--- Instructions to follow ---
Report all lines of the data below that hold the word "method".

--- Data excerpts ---
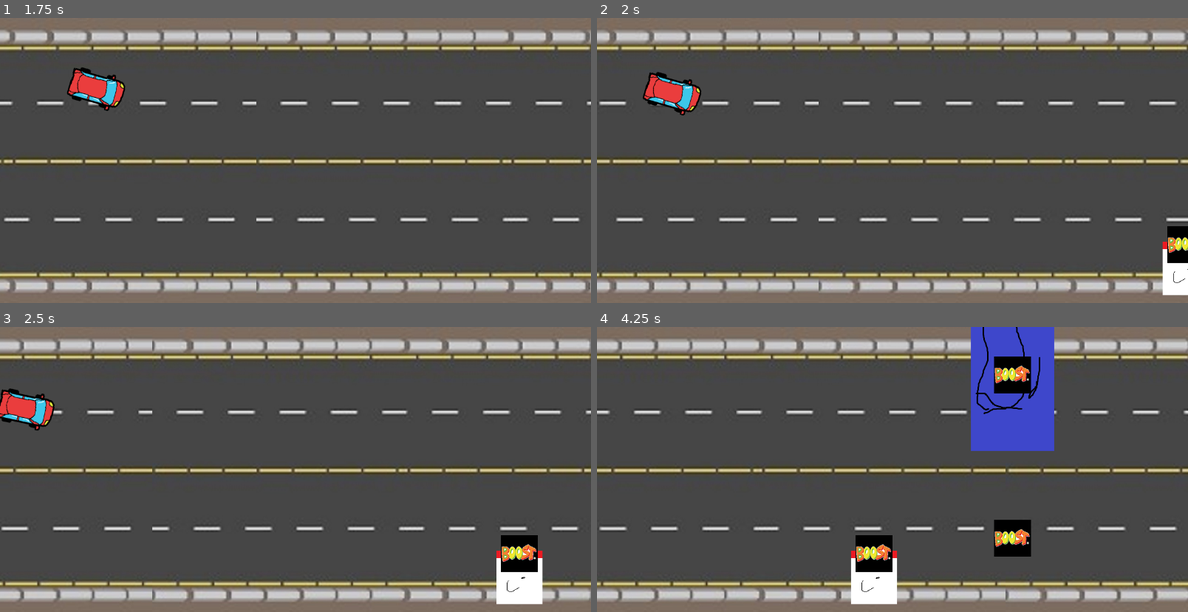
Above: before the commit, frames 1-4 (two rows, left to right).
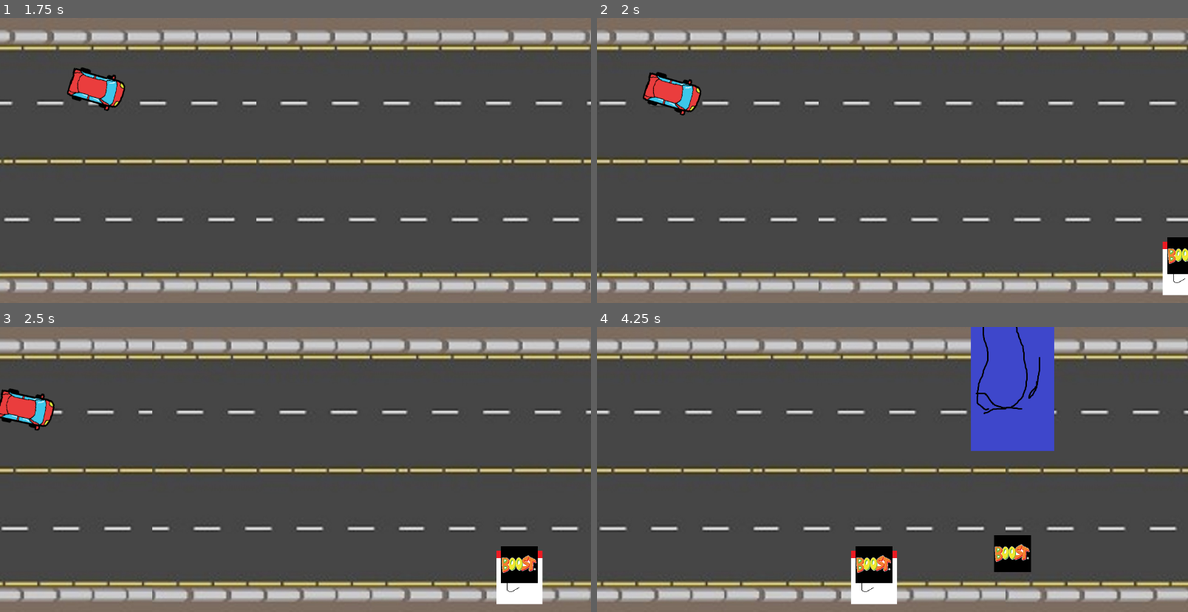
Above: after the commit, the same moments.

Repository: Bash-09/CarGame
Game: Godot game, scene res://scenes/Map.tscn
Two runs of this game, one before a commit and one after it. Both use one fixed random seed, a clock stepped at 60 frames per second and the inputs below.
Inputs (mouse positions are in pixels of both pictures, inside the frame that each line leads up to):
- Up to frame 1 (1.75 s): move the mouse to (425, 146) at 0.52 s; click (425, 146) at 0.67 s; move the mouse to (177, 174) at 1.27 s; click (177, 174) at 1.42 s
- Up to frame 2 (2 s): no input
- Up to frame 3 (2.5 s): move the mouse to (354, 406) at 2.02 s; click (354, 406) at 2.17 s
- Up to frame 4 (4.25 s): move the mouse to (862, 526) at 2.77 s; click (862, 526) at 2.92 s; move the mouse to (1069, 512) at 3.52 s; click (1069, 512) at 3.67 s

Frame 1 is identical in both runs. In frame 2, 0.6% of the frame differs, in the area x 96-100%, y 73-90%; in frame 3, 1.0%; in frame 4, 2.9%, in the area x 43-74%, y 10-90%.

Commit message:
Added menu functionality, a credits menu to be filled, and changed the timer for the boost spawning

Diff:
--- /dev/null
+++ b/Godot/scenes/BoostTime.gd
@@ -0,0 +1,16 @@
+extends Timer
+
+
+# Declare member variables here. Examples:
+# var a = 2
+# var b = "text"
+
+
+# Called when the node enters the scene tree for the first time.
+func _ready():
+	pass # Replace with function body.
+
+
+# Called every frame. 'delta' is the elapsed time since the previous frame.
+#func _process(delta):
+#	pass
--- /dev/null
+++ b/Godot/scenes/BoostTimer.gd
@@ -0,0 +1,21 @@
+extends Timer
+
+
+# Declare member variables here. Examples:
+# var a = 2
+# var b = "text"
+
+
+# Called when the node enters the scene tree for the first time.
+func _ready():
+	pass # Replace with function body.
+
+
+# Called every frame. 'delta' is the elapsed time since the previous frame.
+#func _process(delta):
+#	pass
+
+
+func _on_PlayerCar_boosting():
+	 # Replace with function body.
+	start()
--- /dev/null
+++ b/Godot/scenes/CreditsScreen.gd
@@ -0,0 +1,22 @@
+extends Control
+
+
+# Declare member variables here. Examples:
+# var a = 2
+# var b = "text"
+
+
+# Called when the node enters the scene tree for the first time.
+func _ready():
+	pass # Replace with function body.
+
+
+# Called every frame. 'delta' is the elapsed time since the previous frame.
+#func _process(delta):
+#	pass
+
+
+func _on_Button_pressed():
+	#get_tree().hide()
+	get_parent().remove_child(self)
+	#get_tree().quit() # Replace with function body.
--- /dev/null
+++ b/Godot/scenes/CreditsScreen.tscn
@@ -0,0 +1,61 @@
+[gd_scene load_steps=6 format=2]
+
+[ext_resource path="res://assets/graphics/Sina Nova W01 Regular.ttf" type="DynamicFontData" id=1]
+[ext_resource path="res://scenes/CreditsScreen.gd" type="Script" id=2]
+
+[sub_resource type="DynamicFont" id=1]
+font_data = ExtResource( 1 )
+
+[sub_resource type="DynamicFont" id=2]
+font_data = ExtResource( 1 )
+
+[sub_resource type="DynamicFont" id=3]
+font_data = ExtResource( 1 )
+
+[node name="CreditsScreen" type="Control"]
+anchor_right = 1.0
+anchor_bottom = 1.0
+script = ExtResource( 2 )
+
+[node name="Label" type="Label" parent="."]
+anchor_left = 0.466
+anchor_right = 0.475
+margin_left = 7.0
+margin_top = 16.0
+margin_right = 47.0
+margin_bottom = 37.0
+custom_colors/font_color = Color( 1, 1, 1, 1 )
+custom_fonts/font = SubResource( 1 )
+text = "Credits"
+align = 1
+valign = 1
+
+[node name="RichTextLabel" type="RichTextLabel" parent="."]
+anchor_left = 0.202
+anchor_top = 0.055
+anchor_right = 0.771
+anchor_bottom = 0.688
+margin_left = -26.56
+margin_top = 55.955
+margin_right = 53.12
+margin_bottom = -18.872
+custom_fonts/normal_font = SubResource( 2 )
+text = "A geologist is a scientist who studies the solid, liquid, and gaseous matter that constitutes Earth and other terrestrial planets, as well as the processes that shape them. Geologists usually study geology, earth science, or geophysics, although backgrounds in physics, chemistry, biology, and other sciences are also useful. Field research (field work) is an important component of geology, although many subdisciplines incorporate laboratory and digitalized work. Geologists can be classified in a larger group of scientists, called geoscientists.
+
+
+Geologists work in the energy and mining sectors searching for natural resources such as petroleum, natural gas, precious and base metals. They are also in the forefront of preventing and mitigating damage from natural hazards and disasters such as earthquakes, volcanoes, tsunamis and landslides. Their studies are used to warn the general public of the occurrence of these events. Geologists are also important contributors to climate change discussions. "
+
+[node name="Button" type="Button" parent="."]
+anchor_left = 0.5
+anchor_top = 0.753
+anchor_right = 0.5
+anchor_bottom = 0.753
+margin_left = -26.0
+margin_top = -9.10699
+margin_right = 15.0
+margin_bottom = 17.893
+rect_scale = Vector2( 1.4, 1.4 )
+custom_fonts/font = SubResource( 3 )
+text = "Back"
+
+[connection signal="pressed" from="Button" to="." method="_on_Button_pressed"]
--- a/Godot/scenes/Map.gd
+++ b/Godot/scenes/Map.gd
@@ -7,10 +7,14 @@
 onready var screensize = get_viewport().get_visible_rect().size
 
 
+
+
+
 # Called when the node enters the scene tree for the first time.
 func _ready():
 	$Obstacle.hide()
 	$SpawnTimer.start()
+	$BoostSpawnTimer.start()
 
 
 # Called every frame. 'delta' is the elapsed time since the previous frame.
@@ -37,9 +41,19 @@
 func _on_SpawnTimer_timeout():
 	for i in rand_range(1, 3):
 		spawnObstacle()
-		spawnBoost()
+		#spawnBoost()
 	$SpawnTimer.wait_time = rand_range(1, 7)
+
 
 
 func _on_PlayerCar_hit():
 	pass
+
+
+func _on_PlayerCar_boosting():
+	pass # Replace with function body.
+
+
+func _on_BoostSpawnTimer_timeout():
+	spawnBoost()
+	$BoostSpawnTimer.wait_time = rand_range(5,9)
--- a/Godot/scenes/Map.tscn
+++ b/Godot/scenes/Map.tscn
@@ -50,5 +50,8 @@
 
 [node name="Boost" parent="." instance=ExtResource( 5 )]
 
+[node name="BoostSpawnTimer" type="Timer" parent="."]
+
 [connection signal="hit" from="PlayerCar" to="." method="_on_PlayerCar_hit"]
 [connection signal="timeout" from="SpawnTimer" to="." method="_on_SpawnTimer_timeout"]
+[connection signal="timeout" from="BoostSpawnTimer" to="." method="_on_BoostSpawnTimer_timeout"]
--- /dev/null
+++ b/Godot/scenes/Menu.gd
@@ -0,0 +1,29 @@
+extends Control
+
+
+# Declare member variables here. Examples:
+# var a = 2
+# var b = "text"
+
+
+# Called when the node enters the scene tree for the first time.
+func _ready():
+	pass # Replace with function body.
+
+
+# Called every frame. 'delta' is the elapsed time since the previous frame.
+#func _process(delta):
+#	pass
+
+
+func _on_PlayButton_pressed():
+	get_tree().change_scene("res://scenes/Map.tscn")
+
+
+func _on_CreditsButton_pressed():
+	var credits = load("res://scenes/CreditsScreen.tscn").instance()
+	get_tree().current_scene.add_child(credits)
+
+
+func _on_ExitButton_pressed():
+	get_tree().quit()
--- /dev/null
+++ b/Godot/scenes/Menu.tscn
@@ -0,0 +1,54 @@
+[gd_scene load_steps=6 format=2]
+
+[ext_resource path="res://scenes/Menu.gd" type="Script" id=1]
+[ext_resource path="res://assets/graphics/Sina Nova W01 Regular.ttf" type="DynamicFontData" id=2]
+
+[sub_resource type="DynamicFont" id=1]
+font_data = ExtResource( 2 )
+
+[sub_resource type="DynamicFont" id=2]
+font_data = ExtResource( 2 )
+
+[sub_resource type="DynamicFont" id=3]
+font_data = ExtResource( 2 )
+
+[node name="Menu" type="Control"]
+anchor_right = 1.0
+anchor_bottom = 1.0
+script = ExtResource( 1 )
+
+[node name="VBoxContainer" type="VBoxContainer" parent="."]
+anchor_left = 0.5
+anchor_top = 1.0
+anchor_right = 0.5
+anchor_bottom = 1.0
+margin_left = -223.0
+margin_top = -169.5
+margin_right = 76.0
+margin_bottom = -80.5
+grow_vertical = 2
+rect_scale = Vector2( 1.5, 1.8 )
+
+[node name="PlayButton" type="Button" parent="VBoxContainer"]
+margin_right = 299.0
+margin_bottom = 27.0
+custom_fonts/font = SubResource( 1 )
+text = "Play"
+
+[node name="CreditsButton" type="Button" parent="VBoxContainer"]
+margin_top = 31.0
+margin_right = 299.0
+margin_bottom = 58.0
+custom_fonts/font = SubResource( 2 )
+text = "Credits"
+
+[node name="ExitButton" type="Button" parent="VBoxContainer"]
+margin_top = 62.0
+margin_right = 299.0
+margin_bottom = 89.0
+custom_fonts/font = SubResource( 3 )
+text = "Exit"
+
+[connection signal="pressed" from="VBoxContainer/PlayButton" to="." method="_on_PlayButton_pressed"]
+[connection signal="pressed" from="VBoxContainer/CreditsButton" to="." method="_on_CreditsButton_pressed"]
+[connection signal="pressed" from="VBoxContainer/ExitButton" to="." method="_on_ExitButton_pressed"]
--- a/Godot/scenes/Obstacle.gd
+++ b/Godot/scenes/Obstacle.gd
@@ -28,5 +28,6 @@
 
 #Controls what happens to the obstacle when being hit by the car
 func destroy():
+
 	hide()
 	queue_free()
--- a/Godot/scenes/Player.tscn
+++ b/Godot/scenes/Player.tscn
@@ -1,7 +1,8 @@
-[gd_scene load_steps=4 format=2]
+[gd_scene load_steps=5 format=2]
 
 [ext_resource path="res://scenes/Player.gd" type="Script" id=1]
 [ext_resource path="res://assets/graphics/Car_Red.png" type="Texture" id=2]
+[ext_resource path="res://scenes/BoostTime.gd" type="Script" id=3]
 
 [sub_resource type="RectangleShape2D" id=1]
 extents = Vector2( 19.4998, 49.0001 )
@@ -18,4 +19,8 @@
 [node name="PlayerCar" type="Sprite" parent="."]
 texture = ExtResource( 2 )
 
+[node name="BoostTime" type="Timer" parent="."]
+wait_time = 2.0
+script = ExtResource( 3 )
+
 [connection signal="area_entered" from="." to="." method="_on_Player_area_entered"]
--- /dev/null
+++ b/Godot/scenes/StartMenu.tscn
@@ -0,0 +1,3 @@
+[gd_scene format=2]
+
+[node name="StartMenu" type="Node"]
--- /dev/null
+++ b/Godot/scenes/WinScreen.tscn
@@ -0,0 +1,5 @@
+[gd_scene format=2]
+
+[node name="WinScreen" type="Control"]
+anchor_right = 1.0
+anchor_bottom = 1.0
Binary file added: Godot/assets/graphics/Sina Nova W01 Regular.ttf
Binary file added: Godot/assets/graphics/explosion_spritesheet.png
Not shown, added: Godot/assets/graphics/explosion_spritesheet.png.import
Binary file added: Godot/scenes/explosion_gif.gif

--- Answer to the problem ---
+[connection signal="pressed" from="Button" to="." method="_on_Button_pressed"]
 [connection signal="hit" from="PlayerCar" to="." method="_on_PlayerCar_hit"]
 [connection signal="timeout" from="SpawnTimer" to="." method="_on_SpawnTimer_timeout"]
+[connection signal="timeout" from="BoostSpawnTimer" to="." method="_on_BoostSpawnTimer_timeout"]
+[connection signal="pressed" from="VBoxContainer/PlayButton" to="." method="_on_PlayButton_pressed"]
+[connection signal="pressed" from="VBoxContainer/CreditsButton" to="." method="_on_CreditsButton_pressed"]
+[connection signal="pressed" from="VBoxContainer/ExitButton" to="." method="_on_ExitButton_pressed"]
 [connection signal="area_entered" from="." to="." method="_on_Player_area_entered"]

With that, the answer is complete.